# Otter droppings [o]



## Hollywood (Dec 30, 2003)

Hi.

Here are some, like, random shots from the weekend. We were stoked to have at least one day (Sat.) of beautiful weather, bookmarked by two days of rain and slip-n-slide mudd. But we were all out riding our bikes, so I can't really complain. Beats sitting in jail for public indecency. Trust me. (see caption contest)

Travis Brown's proto Trek 69er singlespeed. 26" rear wheel, 29" front. Soon to be production w/100mm Maverick fork. Good enough for 1st place Men's Expert XC SS. By a long shot.

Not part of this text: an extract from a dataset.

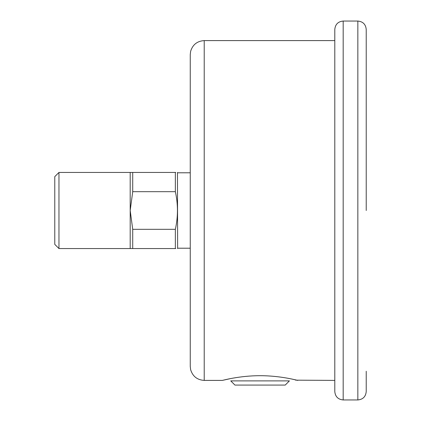<?xml version="1.0" encoding="UTF-8"?>
<svg xmlns="http://www.w3.org/2000/svg" width="421" height="421" viewBox="0 0 421 421"><rect width="100%" height="100%" fill="white"/><g stroke="black" fill="none" stroke-linecap="round" stroke-linejoin="round"><path stroke-width="0.63" d="M343.178 399.95L357.845 399.95L357.845 21.05L343.178 21.05L343.178 399.95C338.089 399.455 335.295 396.661 334.8 391.572L334.8 40.6L204.217 40.6L204.217 380.4L222.372 380.4C221.851 380.605 239.128 375.653 260.083 375.7C281.028 375.653 298.31 380.605 297.789 380.4L291.49 378.974M230.75 378.558L222.372 380.4M190.25 69.965L190.25 210.5L190.25 54.567L190.634 51.309C192.702 44.615 197.228 41.047 204.217 40.6M204.217 380.4C197.228 379.952 192.702 376.385 190.634 369.691L190.25 366.433L190.25 210.5M334.8 210.5L334.8 29.428C335.295 24.339 338.089 21.545 343.178 21.05M366.223 371.248L366.223 391.572C365.723 396.661 362.934 399.455 357.845 399.95M357.845 21.05C362.934 21.545 365.723 24.339 366.223 29.428L366.223 210.5M230.75 380.884L289.406 380.884L285.217 385.078L234.939 385.078L230.75 380.884M190.25 248.206L177.625 248.206L177.462 172.442M132.72 248.558L132.72 229.319L130.194 210.5L132.72 191.681L132.72 172.442L175.357 172.442C178.136 172.442 178.136 172.442 175.357 172.442L175.357 191.681C178.136 204.227 178.136 216.773 175.357 229.319L175.357 248.558C178.136 248.558 178.136 248.558 175.357 248.558L130.194 248.558L130.194 172.442L58.966 172.442L58.966 248.558L130.194 248.558M175.736 248.558L175.357 248.558M175.357 172.442L175.736 172.442M58.966 248.558L54.777 244.369L54.777 176.631L58.966 172.442M132.72 172.442L130.194 172.442M175.357 191.681L132.72 191.681M132.72 229.319L175.357 229.319M295.826 380.163L334.8 380.4M295.868 380.174L295.526 380.095M190.25 172.794L177.625 172.794M177.625 248.206L177.462 248.558"/></g></svg>

Ryan Leach wows the crowd and gives his own color commentary over the PA during his stunts. I tried to copy him and chipped a tooth. Nice.









Frame builder Jeff Jones and his latest work that you can't buy.









Fruita's own Chet Peach t-bones his foe during the Bike Sumo event. 









Andy aka Rut raffles off a new Niner 29" hardtail at the MTBR booth raffle.









...and now for the Santa Cruz Nomad.









Happy winner Kevin and his new project! Thanks MTBR 









From the "Why Didn't I Think of That?" file: White Industries new roadie crank that accepts any bolt circle chainrings.









Crank Bros. new Smarty pedals. Low price point ($60/pr) and included changeable color plates for the fashion sensitive rider in you.









Salsa's limited edition El Mariachi singlespeed 29er. Only 100 will be made with this paint scheme. Look for a std. production run to follow. Lots of mfr's seen jumping on the 29er bandwagon incl. GT.









El Mariachi detail. Ltd. ed. includes the matching stem. Also shown is the new 660mm carbon flat bar. Niiiice.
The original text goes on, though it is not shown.